Stored records:
--- START ---

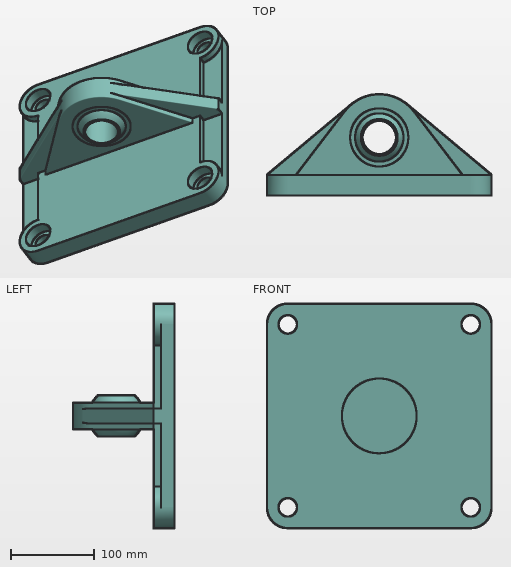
import cadquery as cq
import math

PLATE_SIDE = 270.0
PLATE_THICKNESS = 25.0
CORNER_RADIUS = 25.0
EDGE_ROUND = 1.0
NOTCH_FLOOR = 16.0
RECESS_DIAMETER = 90.0
RECESS_DEPTH = 12.0

BOLT_HOLE_DIAMETER = 22.0
BOLT_LAND = 11.0
COUNTERBORE_DIAMETER = 33.0

LUG_TOP = 122.0
LUG_RADIUS = 52.0
LUG_THICKNESS = 32.0
LUG_FOOT = 199.8
WEB_THICKNESS = 18.0
WEB_FOOT = PLATE_SIDE

RACE_DIAMETER = 70.0
BALL_DIAMETER = 66.5
BALL_WIDTH = 49.7
BORE_DIAMETER = 40.0

HALF_SIDE = PLATE_SIDE / 2
CORNER_CENTER = HALF_SIDE - CORNER_RADIUS
CORNER_POINTS = [(x, z) for x in (-CORNER_CENTER, CORNER_CENTER) for z in (-CORNER_CENTER, CORNER_CENTER)]
BEARING_Y = LUG_TOP - LUG_RADIUS


def cylinders_along_y(diameter, y_start, y_end, centers):
    """Cylinders along Y at the given (x, z) centres."""
    return (
        cq.Workplane("XZ", origin=(0, y_start, 0))
        .pushPoints(centers)
        .circle(diameter / 2)
        .extrude(y_start - y_end)
    )


def bearing_cylinder(diameter, length):
    """Cylinder along Z on the bearing axis, centred on Z = 0."""
    return cq.Workplane("XY").center(0, BEARING_Y).circle(diameter / 2).extrude(length / 2, both=True)


def bearing_sphere():
    return cq.Workplane("XY").sphere(BALL_DIAMETER / 2).translate((0, BEARING_Y, 0))


def make_notch(side):
    """Cutter for the notch in one X side, leaving the corner bosses and the web's rib."""
    rib = cq.Workplane("XY").box(PLATE_SIDE, 2 * PLATE_THICKNESS, WEB_THICKNESS)
    bosses = cylinders_along_y(2 * CORNER_RADIUS, 0, PLATE_THICKNESS, CORNER_POINTS)
    return (
        cq.Workplane("XY")
        .box(CORNER_RADIUS, PLATE_THICKNESS - NOTCH_FLOOR, 2 * CORNER_CENTER, centered=(True, False, True))
        .translate((side * (HALF_SIDE - CORNER_RADIUS / 2), NOTCH_FLOOR, 0))
        .cut(bosses)
        .cut(rib.translate((0, PLATE_THICKNESS, 0)))
    )


def make_plate():
    """Notched plate with a rounded front outline, bolt holes and a round front recess."""
    plate = (
        cq.Workplane("XY")
        .box(PLATE_SIDE, PLATE_THICKNESS, PLATE_SIDE, centered=(True, False, True))
        .edges("|Y")
        .fillet(CORNER_RADIUS)
    )
    for side in (-1, 1):
        plate = plate.cut(make_notch(side))
    return (
        plate.faces("<Y")
        .edges()
        .fillet(EDGE_ROUND)
        .cut(cylinders_along_y(BOLT_HOLE_DIAMETER, 0, PLATE_THICKNESS, CORNER_POINTS))
        .cut(cylinders_along_y(COUNTERBORE_DIAMETER, BOLT_LAND, PLATE_THICKNESS, CORNER_POINTS))
        .cut(cylinders_along_y(RECESS_DIAMETER, 0, RECESS_DEPTH, [(0, 0)]))
    )


def make_lug_slab(foot, thickness):
    """Slab whose flanks rise from the plate's back face and run tangent into the round top."""
    rise = BEARING_Y - PLATE_THICKNESS
    reach = math.hypot(foot / 2, rise)
    flank_angle = math.atan2(rise, foot / 2) + math.asin(LUG_RADIUS / reach)
    tangent_x = LUG_RADIUS * math.sin(flank_angle)
    tangent_y = BEARING_Y + LUG_RADIUS * math.cos(flank_angle)
    return (
        cq.Workplane("XY")
        .moveTo(-foot / 2, PLATE_THICKNESS)
        .lineTo(-tangent_x, tangent_y)
        .threePointArc((0, LUG_TOP), (tangent_x, tangent_y))
        .lineTo(foot / 2, PLATE_THICKNESS)
        .close()
        .extrude(thickness / 2, both=True)
        .faces("<Z or >Z")
        .edges("not <Y")
        .fillet(EDGE_ROUND)
    )


def make_bracket():
    """Plate, thin full-width web and thick centre lug in one piece, bored for the race."""
    web = make_lug_slab(WEB_FOOT, WEB_THICKNESS)
    lug = make_lug_slab(LUG_FOOT, LUG_THICKNESS)
    return make_plate().union(web).union(lug).cut(bearing_cylinder(RACE_DIAMETER, LUG_THICKNESS))


def make_race():
    """Ring flush with the lug faces, with a spherical bore for the ball."""
    return bearing_cylinder(RACE_DIAMETER, LUG_THICKNESS).cut(bearing_sphere())


def make_ball():
    """Bored ball with flat ends that stand proud of the lug."""
    barrel = bearing_sphere().intersect(bearing_cylinder(BALL_DIAMETER, BALL_WIDTH))
    return barrel.cut(bearing_cylinder(BORE_DIAMETER, BALL_WIDTH))


bracket = make_bracket()
race = make_race()
ball = make_ball()

result = cq.Compound.makeCompound([bracket.val(), race.val(), ball.val()])

--- END ---

## TASK INSTRUCTIONS
Identify each line in the records above that contains the word "rise", and copy it out in full.

## FINISHED EXERCISE
    """Slab whose flanks rise from the plate's back face and run tangent into the round top."""
    rise = BEARING_Y - PLATE_THICKNESS
    reach = math.hypot(foot / 2, rise)
    flank_angle = math.atan2(rise, foot / 2) + math.asin(LUG_RADIUS / reach)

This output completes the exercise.